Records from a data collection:
※ ※ ※

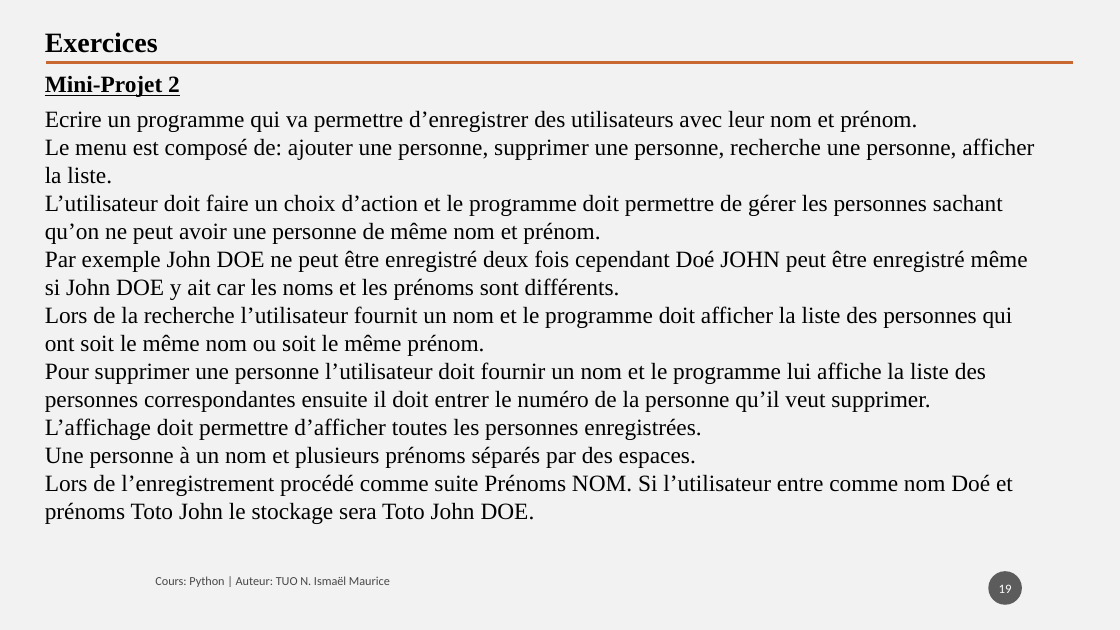
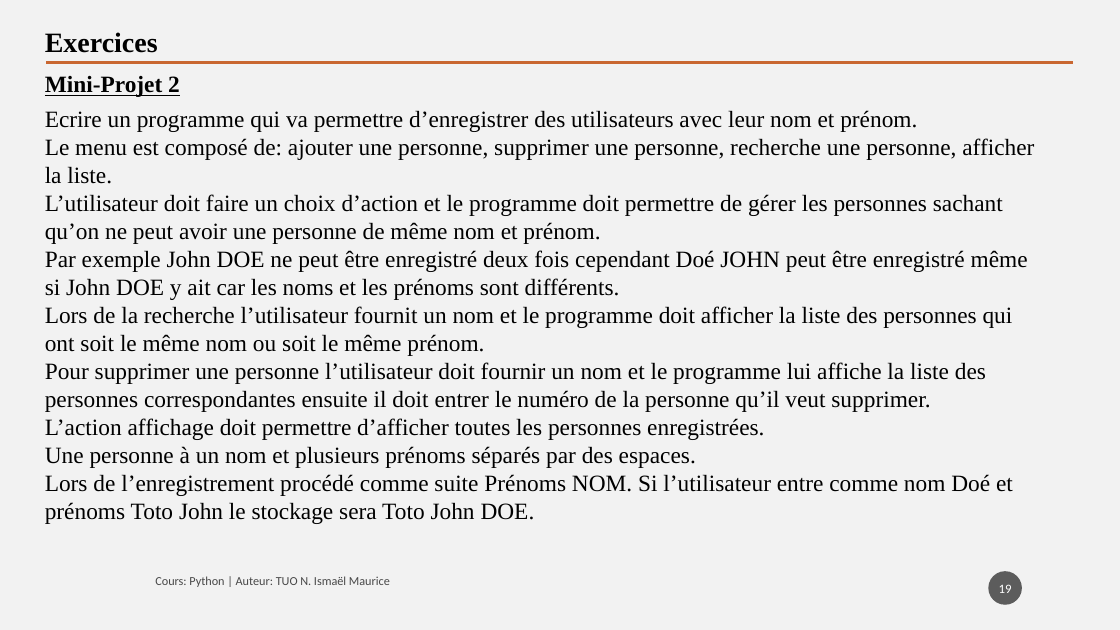
Before and after one commit to tisma95/cours-python, a slide deck: slide 19 of source/Chapitre 9 - Les listes.pptx. Drawn at 1120x630 pixels with LibreOffice and Linux fonts; fonts in the diff are those of the drawing. Boxes give left, top, right and bottom in pixels: in the first picture for what was removed or moved away, otherwise in the second. Text is boxed around its words. In the diff, an @@ line names an element or a change of style, - is before the commit and + after.

```diff
--- a/source/Chapitre 9 - Les listes.pptx
+++ b/source/Chapitre 9 - Les listes.pptx
@@ text at <box>45,418,764,440</box>: text changed @@
-L’affichage doit permettre d’afficher toutes les personnes enregistrées.
+L’action affichage doit permettre d’afficher toutes les personnes enregistrées.
```
Also in this commit, not shown: 4 other slides changed, 1 other file.

※ ※ ※

GOAL OF THE EXERCISE: Output each record precisely as it appears, and drop every picture.

WRITTEN REPLY:
Before and after one commit to tisma95/cours-python, a slide deck: slide 19 of source/Chapitre 9 - Les listes.pptx. Drawn at 1120x630 pixels with LibreOffice and Linux fonts; fonts in the diff are those of the drawing. Boxes give left, top, right and bottom in pixels: in the first picture for what was removed or moved away, otherwise in the second. Text is boxed around its words. In the diff, an @@ line names an element or a change of style, - is before the commit and + after.

```diff
--- a/source/Chapitre 9 - Les listes.pptx
+++ b/source/Chapitre 9 - Les listes.pptx
@@ text at <box>45,418,764,440</box>: text changed @@
-L’affichage doit permettre d’afficher toutes les personnes enregistrées.
+L’action affichage doit permettre d’afficher toutes les personnes enregistrées.
```
Also in this commit, not shown: 4 other slides changed, 1 other file.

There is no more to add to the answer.